WHAT IS BEING ASKED
Please retype the records below exactly, omitting any images.

========================

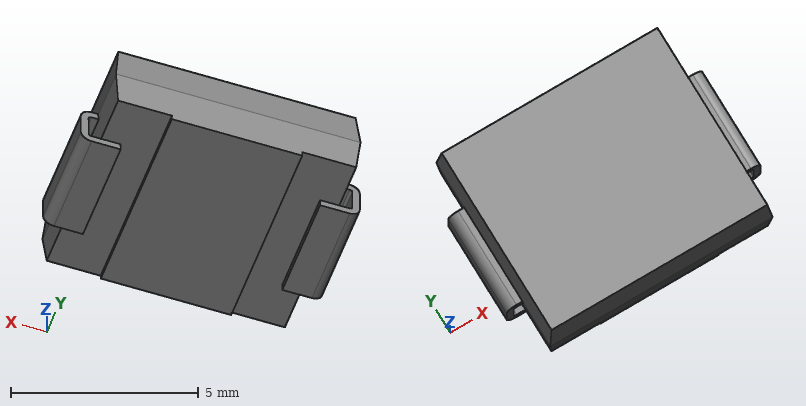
import cadquery as cq

overall_length = 7.9
body_width = 5.9
overall_height = 2.41

body_length = 6.92
parting_height = 1.265
body_bottom = 0.11
edge_inset = 0.1

pad_length = 3.69
rebate_top = 0.245

lead_width = 3.025
lead_thickness = 0.22
bend_outer_radius = 0.3
bend_inner_radius = bend_outer_radius - lead_thickness
foot_length = 1.13

face_length = body_length - 2 * edge_inset
face_width = body_width - 2 * edge_inset


def tapered_half(end_height):
    """Body half from the parting plane to its smaller flat face."""
    return (
        cq.Workplane("XY")
        .workplane(offset=parting_height)
        .rect(body_length, body_width)
        .workplane(offset=end_height - parting_height)
        .rect(face_length, face_width)
        .loft(ruled=True)
    )


def make_left_rebate():
    """Step across the full width, from the left body end to the pad."""
    rebate_length = (body_length - pad_length) / 2
    return (
        cq.Workplane("XY")
        .box(rebate_length, body_width, rebate_top - body_bottom, centered=(False, True, False))
        .translate((-body_length / 2, 0, body_bottom))
    )


def left_lead_block(margin, corner_radius):
    """Block filling the lead outline less a margin, rounded along its left edges."""
    left_x = -overall_length / 2 + margin
    right_x = -overall_length / 2 + foot_length
    height = parting_height - 2 * margin
    return (
        cq.Workplane("XY")
        .box(right_x - left_x, lead_width, height, centered=(False, True, False))
        .translate((left_x, 0, margin))
        .edges("|Y and <X")
        .fillet(corner_radius)
    )


def make_left_lead():
    """Strip leaving the body at the parting plane and folded under it."""
    outside = left_lead_block(0, bend_outer_radius)
    opening = left_lead_block(lead_thickness, bend_inner_radius)
    return outside.cut(opening)


body = tapered_half(overall_height).union(tapered_half(body_bottom))
left_rebate = make_left_rebate()
left_lead = make_left_lead()

result = (
    body
    .cut(left_rebate)
    .cut(left_rebate.mirror("YZ"))
    .union(left_lead)
    .union(left_lead.mirror("YZ"))
)

========================

ANSWER
import cadquery as cq

overall_length = 7.9
body_width = 5.9
overall_height = 2.41

body_length = 6.92
parting_height = 1.265
body_bottom = 0.11
edge_inset = 0.1

pad_length = 3.69
rebate_top = 0.245

lead_width = 3.025
lead_thickness = 0.22
bend_outer_radius = 0.3
bend_inner_radius = bend_outer_radius - lead_thickness
foot_length = 1.13

face_length = body_length - 2 * edge_inset
face_width = body_width - 2 * edge_inset


def tapered_half(end_height):
    """Body half from the parting plane to its smaller flat face."""
    return (
        cq.Workplane("XY")
        .workplane(offset=parting_height)
        .rect(body_length, body_width)
        .workplane(offset=end_height - parting_height)
        .rect(face_length, face_width)
        .loft(ruled=True)
    )


def make_left_rebate():
    """Step across the full width, from the left body end to the pad."""
    rebate_length = (body_length - pad_length) / 2
    return (
        cq.Workplane("XY")
        .box(rebate_length, body_width, rebate_top - body_bottom, centered=(False, True, False))
        .translate((-body_length / 2, 0, body_bottom))
    )


def left_lead_block(margin, corner_radius):
    """Block filling the lead outline less a margin, rounded along its left edges."""
    left_x = -overall_length / 2 + margin
    right_x = -overall_length / 2 + foot_length
    height = parting_height - 2 * margin
    return (
        cq.Workplane("XY")
        .box(right_x - left_x, lead_width, height, centered=(False, True, False))
        .translate((left_x, 0, margin))
        .edges("|Y and <X")
        .fillet(corner_radius)
    )


def make_left_lead():
    """Strip leaving the body at the parting plane and folded under it."""
    outside = left_lead_block(0, bend_outer_radius)
    opening = left_lead_block(lead_thickness, bend_inner_radius)
    return outside.cut(opening)


body = tapered_half(overall_height).union(tapered_half(body_bottom))
left_rebate = make_left_rebate()
left_lead = make_left_lead()

result = (
    body
    .cut(left_rebate)
    .cut(left_rebate.mirror("YZ"))
    .union(left_lead)
    .union(left_lead.mirror("YZ"))
)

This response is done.